### Required work
Copy every entry below exactly as it appears, leaving out the images.

### Data to use

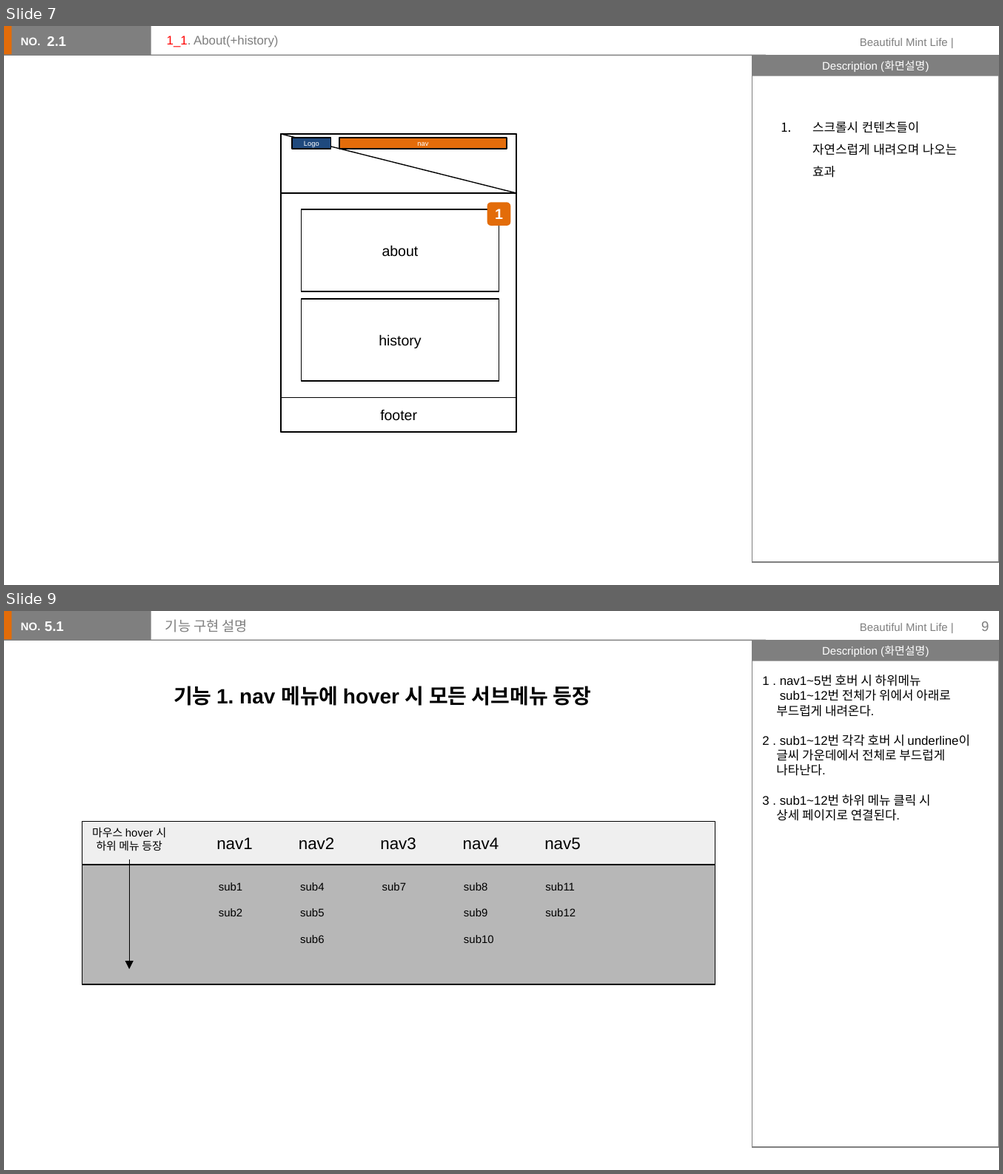
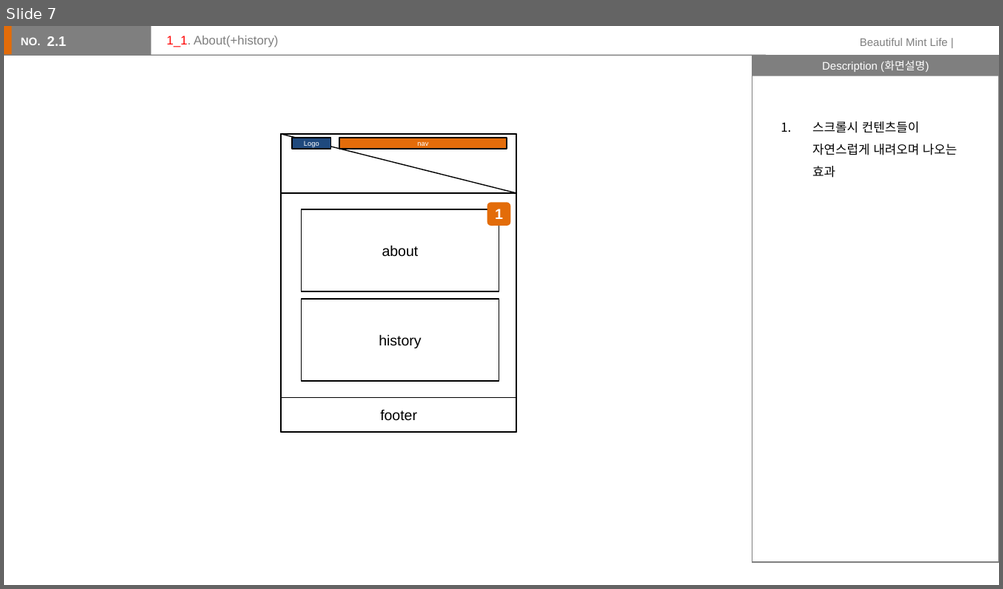
Before and after one commit to lsh58/homework, a slide deck: 스토리보드수행과제/스토리보드수행과제.pptx. Shown one above the other, each under a label of ours: slides 7 and 9 before the commit, slide 7 after it; the slides between them are not shown. The pictures are 1003x1174 and 1003x589 pixels, drawn with LibreOffice and Linux fonts; fonts in the diff are those of the drawing. Boxes give left, top, right and bottom in pixels: in the first picture for what was removed or moved away, otherwise in the second. Text is boxed around its words. In the diff, an @@ line names an element or a change of style, - is before the commit and + after.

```diff
--- a/스토리보드수행과제/스토리보드수행과제.pptx
+++ b/스토리보드수행과제/스토리보드수행과제.pptx
@@ slide 9 removed at (4,611,999,1170), background #FFFFFF; not listed: 7 template elements that a slide beside it also shows @@
@@ text removed at (45,621,64,631) @@
-5.1
@@ title removed at (165,619,247,632) @@
-기능 구현 설명
@@ page number removed at (981,621,988,631) @@
-9
@@ text removed at (762,675,970,821) @@
-1 . nav1~5번 호버 시 하위메뉴
-sub1~12번 전체가 위에서 아래로
-부드럽게 내려온다.
-2 . sub1~12번 각각 호버 시 underline이
-글씨 가운데에서 전체로 부드럽게
-나타난다.
-3 . sub1~12번 하위 메뉴 클릭 시
-상세 페이지로 연결된다.
@@ text removed at (173,686,591,706) @@
-기능 1. nav 메뉴에 hover 시 모든 서브메뉴 등장
@@ rectangle removed at (82,822,715,865) @@
-nav1 nav2 nav3 nav4 nav5
@@ text removed at (92,827,167,851) @@
-마우스 hover 시
-하위 메뉴 등장
@@ rectangle removed at (82,865,715,984) @@
@@ arrow removed from (129, 860) to (129, 969) @@
@@ text removed at (219,883,242,917) @@
-sub1
-sub2
@@ text removed at (300,883,324,943) @@
-sub4
-sub5
-sub6
@@ text removed at (382,883,406,891) @@
-sub7
@@ text removed at (464,883,494,943) @@
-sub8
-sub9
-sub10
@@ text removed at (545,883,575,917) @@
-sub11
-sub12
```
Also in this commit, not shown: 5 slides changed, 8 slides added, 2 other files.

### Task response
Before and after one commit to lsh58/homework, a slide deck: 스토리보드수행과제/스토리보드수행과제.pptx. Shown one above the other, each under a label of ours: slides 7 and 9 before the commit, slide 7 after it; the slides between them are not shown. The pictures are 1003x1174 and 1003x589 pixels, drawn with LibreOffice and Linux fonts; fonts in the diff are those of the drawing. Boxes give left, top, right and bottom in pixels: in the first picture for what was removed or moved away, otherwise in the second. Text is boxed around its words. In the diff, an @@ line names an element or a change of style, - is before the commit and + after.

```diff
--- a/스토리보드수행과제/스토리보드수행과제.pptx
+++ b/스토리보드수행과제/스토리보드수행과제.pptx
@@ slide 9 removed at (4,611,999,1170), background #FFFFFF; not listed: 7 template elements that a slide beside it also shows @@
@@ text removed at (45,621,64,631) @@
-5.1
@@ title removed at (165,619,247,632) @@
-기능 구현 설명
@@ page number removed at (981,621,988,631) @@
-9
@@ text removed at (762,675,970,821) @@
-1 . nav1~5번 호버 시 하위메뉴
-sub1~12번 전체가 위에서 아래로
-부드럽게 내려온다.
-2 . sub1~12번 각각 호버 시 underline이
-글씨 가운데에서 전체로 부드럽게
-나타난다.
-3 . sub1~12번 하위 메뉴 클릭 시
-상세 페이지로 연결된다.
@@ text removed at (173,686,591,706) @@
-기능 1. nav 메뉴에 hover 시 모든 서브메뉴 등장
@@ rectangle removed at (82,822,715,865) @@
-nav1 nav2 nav3 nav4 nav5
@@ text removed at (92,827,167,851) @@
-마우스 hover 시
-하위 메뉴 등장
@@ rectangle removed at (82,865,715,984) @@
@@ arrow removed from (129, 860) to (129, 969) @@
@@ text removed at (219,883,242,917) @@
-sub1
-sub2
@@ text removed at (300,883,324,943) @@
-sub4
-sub5
-sub6
@@ text removed at (382,883,406,891) @@
-sub7
@@ text removed at (464,883,494,943) @@
-sub8
-sub9
-sub10
@@ text removed at (545,883,575,917) @@
-sub11
-sub12
```
Also in this commit, not shown: 5 slides changed, 8 slides added, 2 other files.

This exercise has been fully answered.